Efficiency

Missouri University of Science and Technology aims to establish a novel pathway to extract energy-relevant minerals, such as nickel and cobalt, from CO2-reactive and low-grade silicate feedstock (e.g., lean ore, mine waste, and geologic formations) via a novel pretreatment using a CO2- or biomass-derived organic acid that can dissolve silicates efficiently and liberate metals. The progressive dissolution will be followed by the precipitation of oxalate products, turning the bulky silicate rocks into micron-sized crystal particles and amorphous silica.

Biomason will develop a carbon negative cementitious materials production process that may replace most product classes now served by carbon-intensive traditional cement. Traditional cement (the binder element in concrete) requires carbon-intensive, fossil fuel kilning (1,400°C) of limestone, leading to carbon emissions from the high temperature and CO2 burned off the limestone. Biocementation, or microbial induced calcite precipitation, is a viable technology for manufacturing concrete materials with significantly reduced energy, carbon, and logistical footprints.

The University of Pennsylvania will develop a comprehensive building structure strategy with high-performance, prefabricated, funicular structures for minimized mass and maximized surface area for carbon absorption. The team will use innovative carbon-absorbing, 3D printable concrete as a primary structural material and bio-based carbon-storing materials for the building's envelope and finishes. Additive manufacturing technology will be used in fabrication to reduce waste.

Columbia University will develop an integrated hydrometallurgical-electrochemical mining technology to increase energy-relevant mineral yields from CO2-reactive minerals.

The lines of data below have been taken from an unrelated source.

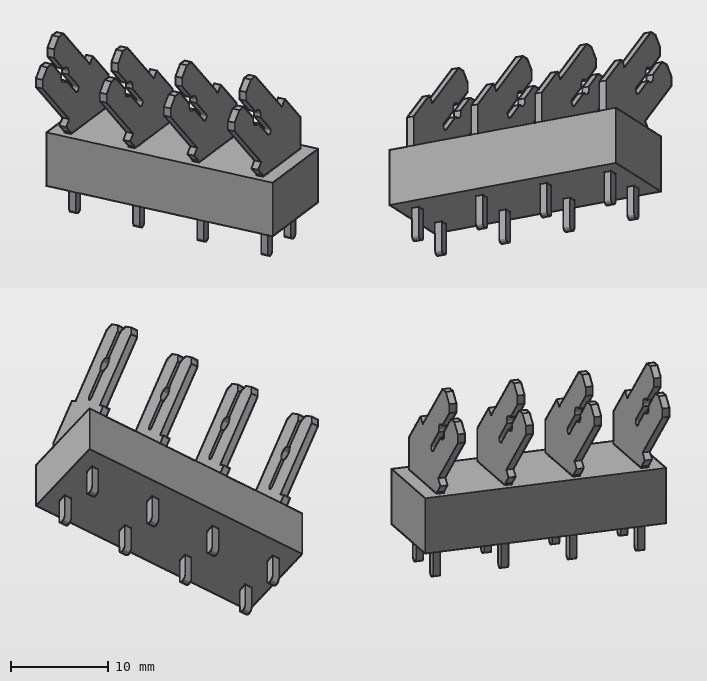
import cadquery as cq
import math


housing_length = 26.5
housing_depth = 9.78
housing_height = 6.05

contact_count = 4
contact_pitch = 7.5
contact_thickness = 0.8

leg_width = 1.0
leg_spacing = 4.98
leg_protrusion = 3.47

base_width = 8.1
bend_height = 1.85
lean_angle = 45.0

blade_width = 6.3
shoulder_distance = 3.1
tip_distance = 11.85
tip_chamfer = 0.7
slot_width = 0.7
slot_end_distance = 3.85
hole_distance = 7.53
hole_diameter = 1.6

contact_positions = [
    (index - (contact_count - 1) / 2) * contact_pitch for index in range(contact_count)
]
leg_positions = (-leg_spacing / 2, leg_spacing / 2)
leg_radius = leg_width / 2
bend_z = housing_height + bend_height


def side_plane(x):
    """Plane on the -X face of the contact centred at x; local axes are global Y and Z."""
    return cq.Workplane("YZ", origin=(x - contact_thickness / 2, 0, 0))


def blade_plane(x):
    """Plane on the contact's -X face at the bend point, local y along the blade to its tip."""
    lean = math.radians(lean_angle)
    across_blade = (0, math.cos(lean), math.sin(lean))
    bend_point = (x - contact_thickness / 2, 0, bend_z)
    return cq.Workplane(cq.Plane(origin=bend_point, xDir=across_blade, normal=(1, 0, 0)))


def make_leg(x, y):
    """Leg from the housing top down to a full-round end below the housing."""
    round_center_z = leg_radius - leg_protrusion
    return (
        side_plane(x)
        .moveTo(y - leg_radius, housing_height)
        .lineTo(y - leg_radius, round_center_z)
        .threePointArc((y, -leg_protrusion), (y + leg_radius, round_center_z))
        .lineTo(y + leg_radius, housing_height)
        .close()
        .extrude(contact_thickness)
    )


def make_base(x):
    """Bent strip of constant width from the housing top to the blade shoulders."""
    lean = math.radians(lean_angle)
    half_width = base_width / 2
    corner_rise = half_width * math.tan(lean / 2)
    shoulder_y = -shoulder_distance * math.sin(lean)
    shoulder_z = bend_z + shoulder_distance * math.cos(lean)
    half_run_y = half_width * math.cos(lean)
    half_run_z = half_width * math.sin(lean)
    outline = [
        (half_width, housing_height),
        (half_width, bend_z + corner_rise),
        (shoulder_y + half_run_y, shoulder_z + half_run_z),
        (shoulder_y - half_run_y, shoulder_z - half_run_z),
        (-half_width, bend_z - corner_rise),
        (-half_width, housing_height),
    ]
    return side_plane(x).polyline(outline).close().extrude(contact_thickness)


def make_prong(x, side):
    """One chamfered half of the forked blade; side is +1 for upper, -1 for lower."""
    inner = side * slot_width / 2
    outer = side * blade_width / 2
    chamfer = side * tip_chamfer
    outline = [
        (inner, shoulder_distance),
        (outer, shoulder_distance),
        (outer, tip_distance - tip_chamfer),
        (outer - chamfer, tip_distance),
        (inner + chamfer, tip_distance),
        (inner, tip_distance - tip_chamfer),
    ]
    return blade_plane(x).polyline(outline).close().extrude(contact_thickness)


def make_slot_root(x):
    """Web that joins the prongs and ends in the concave round of the slot."""
    half_slot = slot_width / 2
    return (
        blade_plane(x)
        .moveTo(-half_slot, shoulder_distance)
        .lineTo(-half_slot, slot_end_distance)
        .threePointArc((0, slot_end_distance - half_slot), (half_slot, slot_end_distance))
        .lineTo(half_slot, shoulder_distance)
        .close()
        .extrude(contact_thickness)
    )


def make_contact(x):
    """Complete contact: legs, bent base and forked blade with a hole on its slot."""
    hole = (
        blade_plane(x)
        .center(0, hole_distance)
        .circle(hole_diameter / 2)
        .extrude(contact_thickness)
    )
    contact = make_base(x)
    for y in leg_positions:
        contact = contact.union(make_leg(x, y))
    for side in (1, -1):
        contact = contact.union(make_prong(x, side))
    return contact.union(make_slot_root(x)).cut(hole)


def make_housing():
    """Block with a rectangular through hole for every leg."""
    leg_points = [(x, y) for x in contact_positions for y in leg_positions]
    block = cq.Workplane("XY").rect(housing_length, housing_depth).extrude(housing_height)
    leg_holes = (
        cq.Workplane("XY")
        .pushPoints(leg_points)
        .rect(contact_thickness, leg_width)
        .extrude(housing_height)
    )
    return block.cut(leg_holes)


housing = make_housing()
contacts = [make_contact(x) for x in contact_positions]

result = cq.Compound.makeCompound(
    [housing.solids().val(), *[contact.solids().val() for contact in contacts]]
)

The technology incorporates an innovative stirred media mill reactor that minimizes comminution energy and improves leaching efficiencies and a new electrochemical refining processes using functionalized interfaces for selective separation of metals.

SkyNano will create composite panels for the building industry via a multi-scale materials approach combining recycled carbon fibers diverted from landfills, directly utilized CO2 via electro-reduction into solid carbon nanotubes, and biomaterials such as bamboo fibers. The panels will exhibit excellent mechanical and functional properties while maintaining a carbon-negative footprint on a cradle-to-gate and cradle-to-grave basis, exceeding the performance of today’s state-of-the-art panels.

Coupled acid and base formation is a key part of the DAC and DOC cycle regeneration step. The National Renewable Energy Laboratory (NREL) will dramatically reduce acid/base production costs by developing advanced electrodialysis systems to split salt to enable electrochemical sorbent regeneration in contrast to the high-temperature, natural-gas-fired calcination step used today.

The Colorado School of Mines (Mines) will develop a novel technological solution and workflow to enable mining companies to quantitatively model the carbonation potential of entire ore deposits using cutting-edge X-ray fluorescence core scanning technology and advanced machine learning techniques. The project will demonstrate how the carbonation potential of a copper-nickel-platinum group element (Cu-Ni-PGE) deposit can be determined involving block modeling of the amount of CO2 that can be sequestered in situ in an ore body and its surrounding host rocks.

Pacific Northwest National Laboratory (PNNL) will advance in-situ and ex-situ techniques to determine the solubility and thermodynamic properties of various sodium rare earth element (REE) carbonates, REE (hydroxy)carbonates, REE phosphate, and REE (oxy)hydroxides in various solutions and pressures and temperature conditions, with or without the presence of carbon dioxide (CO2). The team will use the results to construct a database for optimizing conditions that efficiently recover energy-relevant minerals in red mud waste.

Northeastern University will dramatically accelerate the replacement of carbon-intensive concrete structural components by developing a new structural system comprised of deconstructable and reusable steel frames with cross-laminated timber (CLT) floor diaphragms. Diaphragms are structural elements that transmit lateral loads to the vertical resisting elements. CLT diaphragms can store up to 50% of their weight in biogenic carbon.

Pacific Northwest National Laboratory (PNNL) will develop the first integrated, comprehensive suite of methods to deliver a proprietary supercritical carbon dioxide (scCO2)-based leaching fluid to mafic-ultramafic ores for in situ enhanced critical mineral (e.g., nickel, copper, and cobalt) recovery and CO2 sequestration. The project will increase the U.S. critical mineral supply chain by using existing horizontal drilling technologies to inject scCO2 to mine low-value mafic-ultramafic ores not typically mined.